Ce lundi 14 janvier sera l’heure de vérité, celle du débat parlementaire qui verra le projet de deal soumis par Theresa May approuvé sans enthousiasme, ou au contraire rejeté, rendant soudainement plus probable le scénario d’un Hard Brexit. Les food retailers britanniques ne peuvent plus attendre: ils sont tous occupés à stocker la nourriture pour pallier les risques que feraient peser sur la supply chain le chaos douanier qui en découlerait.
Le feuilleton du Brexit arrivera peut-être à son terme ce 14 janvier prochain, avec le vote aux Communes sur la proposition de deal soumise par Theresa May. Une échéance qui est aussi celle de tous les dangers. Le premier ministre n’est pas seulement soumise au bon-vouloir de son propre parti, écartelé entre plusieurs factions. Elle est aussi prisonnière du petit parti unioniste nord-irlandais, le DUP, qui assure de justesse sa majorité, et qui refuse tout compromis permettant de solutionner le délicat problème de la frontière avec l’Irlande.
En réalité, personne n’aime le deal de Theresa May, et personne ne semble enthousiaste à l’idée de le soutenir. Ni les Hard Brexiters, ni les Remainers, qui préféreraient le status quo, ni l’Opposition travailliste de Jeremy Corbyn, qui vise un renversement du gouvernement, et prétend pouvoir renégocier avec Bruxelles.
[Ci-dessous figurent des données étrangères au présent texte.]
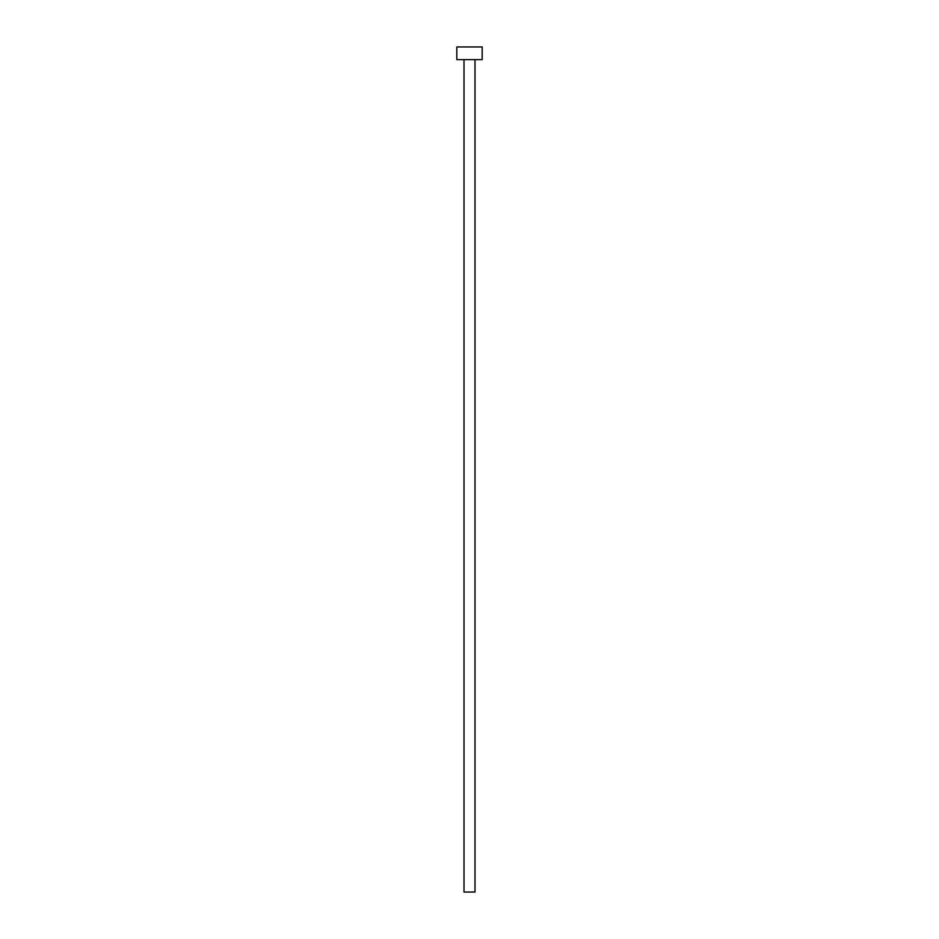 <?xml version="1.0" encoding="UTF-8"?>
<svg xmlns="http://www.w3.org/2000/svg" width="939" height="939" viewBox="0 0 939 939"><rect width="100%" height="100%" fill="white"/><g stroke="black" fill="none" stroke-linecap="round" stroke-linejoin="round"><path stroke-width="1.41" d="M464.007 59.627L464.007 892.05L474.993 892.05L474.993 59.627L474.993 892.05L464.007 892.05L464.007 59.627M456.824 46.95L456.824 59.627L482.177 59.627L482.177 46.95L456.824 46.95L456.824 59.627L482.177 59.627L482.177 46.95L456.824 46.95"/></g></svg>

Du côté de l’Union européenne, l’exaspération règne, et on a en tout clairement fait comprendre au monde politique britannique qu’il n’y aurait pas de renégociation possible, le deal est à prendre ou à laisser. Les Britanniques ont choisi de quitter l’Union, c’est eux qui ont choisi de déclencher volontairement l’article 50 du Traité de Lisbonne engageant la procédure de séparation de 2 ans alors qu’ils étaient notoirement dans un état d’impréparation total, et l’Europe ne saurait en aucun cas discuter avec d’autres partenaires que le gouvernement. Et tant pis si celui-ci n’a manifestement pas l’autorité nécessaire
Les food retailers stockent autant qu’ils le peuvent
Tout ceci intervient sous les yeux effarés du monde du business britannique, qui redoute non seulement de voir la réintroduction de barrières douanières ruiner la compétitivité de leurs exportations vers l’Union, premier partenaire commercial de la Grande-Bretagne, mais qui s’attend surtout à une situation totalement chaotique au 1er avril prochain, en cas de Hard Brexit. La réapparition des procédures de dédouanement aurait des conséquences logistiques catastrophiques: ports congestionnés, kilomètres de files de camion en attente, pénurie de produits, ruptures de chaînes d’approvisionnement pour les industries travaillant en “Just in time”, comme l’automobile ou l’avionneur Airbus.
Et côté retail, l’heure est en ce moment même à la mobilisation générale, avec des “contingency plans” mis en place à toute hâte pour accumuler des stocks de produits alimentaires destinés à éviter que ce chaos logistique vide du jour au lendemain leurs rayons. Tous les food retailers augmentent leurs volumes de stocks. Le patron de Tesco, Dave Lewis, a reconnu que ses équipes d’achat étaient engagées dans un round de négociation exceptionnel pour bourrer les entrepôts de produits non-périssables, comme les conserves. Mais il ajoute aussi que de telles mesures sont impossibles pour les produits frais, dont la moitié sont importés. Même son de cloche chez Lidl, qui a créé un departement spécial “Brexit”, ou chez Marks & Spencer, dont le CEO Steve Rowe avertit toutefois que son assortiment alimentaire étant à 70% composé de frais, les mesures actuelles ne sont qu’un pis-aller. Et le patron de Sainsburry’s, Mike Coupe, souligne qu’un Hard Brexit serait malgré tout extrêmement disruptif, puisque son enseigne importe de l’UE 30% de ses produits alimentaires, et que ni elle, ni aucun de ses concurrents, ne dispose de la capacité de stockage nécessaire pour anticiper une pénurie de plus de quelques jours.
Cette multiplication des alertes du secteur privé invite certains observateurs à désormais écarter l’hypothèse d’un hard Brexit. Soit qu’elle convainque les parlementaires tories à soutenir à reculons la proposition de Theresa May. Soit, en cas de rejet et d’impasse politique, qu’elle fasse resurgir l’hypothèse d’un deuxième referendum. Mais ce sont là des hypothèses sur lesquelles ne peut tabler le retail.